Roasted 1 year ago based on walffed's long term Spotify stats.
Oh, walffed, your Spotify profile is like a middle-school diary—an endless stream of angst, poor choices, and heavy doses of nostalgia. With your favorite genres reading like a list of phases I went through in high school, I half expect to see “emo poetry” somewhere on your tasting menu. Seriously, can you pick a lane? At this point, it would be easier to sort your music preferences by “crying alone in a dark room” than “alternative genres.” Your top artists scream "I peaked in 2003," with enough grunge and punk to make a hipster combust. I mean, the only thing more predictable than your favorite bands is where you’ll be on a Friday night: sitting alone with your flannel and plaid, blasting “Smells Like Teen Spirit” for the 10,000th time and reliving your glory days. Newsflash: you’re not just rocking out, you’re actually stuck in a time loop. Will someone please check on walffed? It feels like they might release an album called “Melancholy Melodies from 2010” any day now.

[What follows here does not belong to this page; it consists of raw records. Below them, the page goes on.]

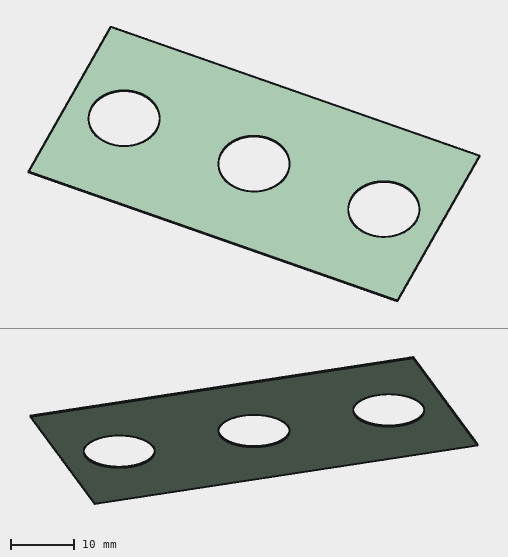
import cadquery as cq

length = 63.5
width = length / 2
thickness = 0.25

hole_diameter = 11.2
hole_pitch = 2 * hole_diameter
hole_count = 3

plate = cq.Workplane("XY").box(length, width, thickness)

result = (
    plate.faces(">Z")
    .workplane()
    .rarray(hole_pitch, width, hole_count, 1)
    .hole(hole_diameter)
)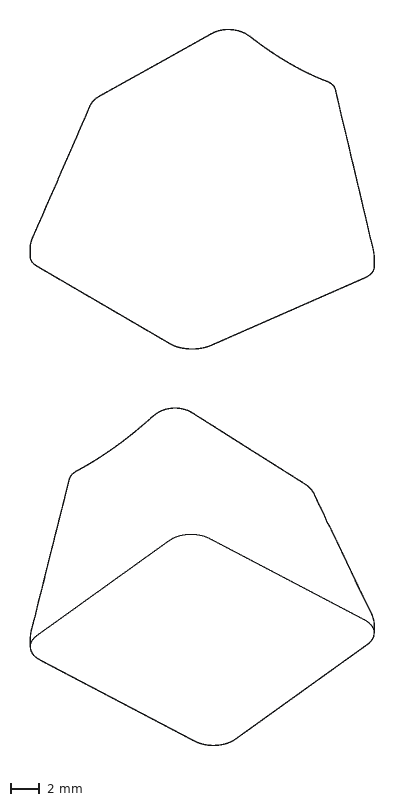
import cadquery as cq
import math

base_size = 18.16
corner_radius = 2.0
skirt_height = 0.87

taper_start_height = 1.0
band_top_height = 1.23

top_width = 11.91
top_depth = 14.22
top_center_y = 0.95
top_center_z = 13.3
top_tilt = 6.0

dish_radius = 25.0
dish_depth = 0.89
top_edge_radius = 0.4


def tilted_plane(center_y, center_z, tilt_degrees):
    """Plane turned about X so that its back (+Y) side is the higher one."""
    tilt = math.radians(tilt_degrees)
    return cq.Plane(
        origin=(0, center_y, center_z),
        xDir=(1, 0, 0),
        normal=(0, -math.sin(tilt), math.cos(tilt)),
    )


def rounded_rectangle(plane, width, depth):
    """Closed outline with round corners, centred on the plane."""
    sketch = cq.Sketch().rect(width, depth).vertices().fillet(corner_radius)
    return sketch.reset().faces().val().outerWire().moved(plane.location)


def base_outline(height):
    """Full-size level outline at the given height."""
    return rounded_rectangle(tilted_plane(0, height, 0), base_size, base_size)


def taper_outline(fraction):
    """Outline of the tapered walls; fraction runs from 0 at their foot to 1 at the top."""
    center_z = taper_start_height + fraction * (top_center_z - taper_start_height)
    plane = tilted_plane(fraction * top_center_y, center_z, fraction * top_tilt)
    width = base_size + fraction * (top_width - base_size)
    depth = base_size + fraction * (top_depth - base_size)
    return rounded_rectangle(plane, width, depth)


def make_body():
    """Upright skirt, easing band and tapered walls in one ruled loft."""
    band_fraction = (band_top_height - taper_start_height) / (top_center_z - taper_start_height)
    outlines = [
        base_outline(0),
        base_outline(skirt_height),
        taper_outline(band_fraction),
        taper_outline(1),
    ]
    return cq.Workplane(cq.Solid.makeLoft(outlines, True))


def make_dish(top_plane):
    """Cylinder running front to back, parallel to the tilted top."""
    axis_plane = cq.Plane(
        origin=top_plane.toWorldCoords((0, 0, dish_radius - dish_depth)),
        xDir=(1, 0, 0),
        normal=top_plane.yDir,
    )
    return cq.Workplane(axis_plane).circle(dish_radius).extrude(base_size, both=True)


top_plane = tilted_plane(top_center_y, top_center_z, top_tilt)
dished_body = make_body().cut(make_dish(top_plane))

dish_bottom = top_plane.toWorldCoords((0, 0, -dish_depth))
dish_face = dished_body.faces(cq.NearestToPointSelector(dish_bottom))
result = dish_face.edges().fillet(top_edge_radius)

Your most played songs could fuel a legacy of awkward high school proms and cringeworthy MySpace accounts. The fact that “Everlong” is on there says it all: deep down, you’re still searching for that one long-lost love while screaming about heartache through overdriven guitar riffs. Where’s the variety, my dude? Only so many caps-locked exclamations can replace actual emotional growth. Here’s a thought: maybe throw on some ABBA just once in a while? It might even stave off that impending midlife crisis!
Roasts are purely for fun and entertainment. They're not meant to be taken seriously. Enjoy the laughs, but remember your music taste is uniquely yours!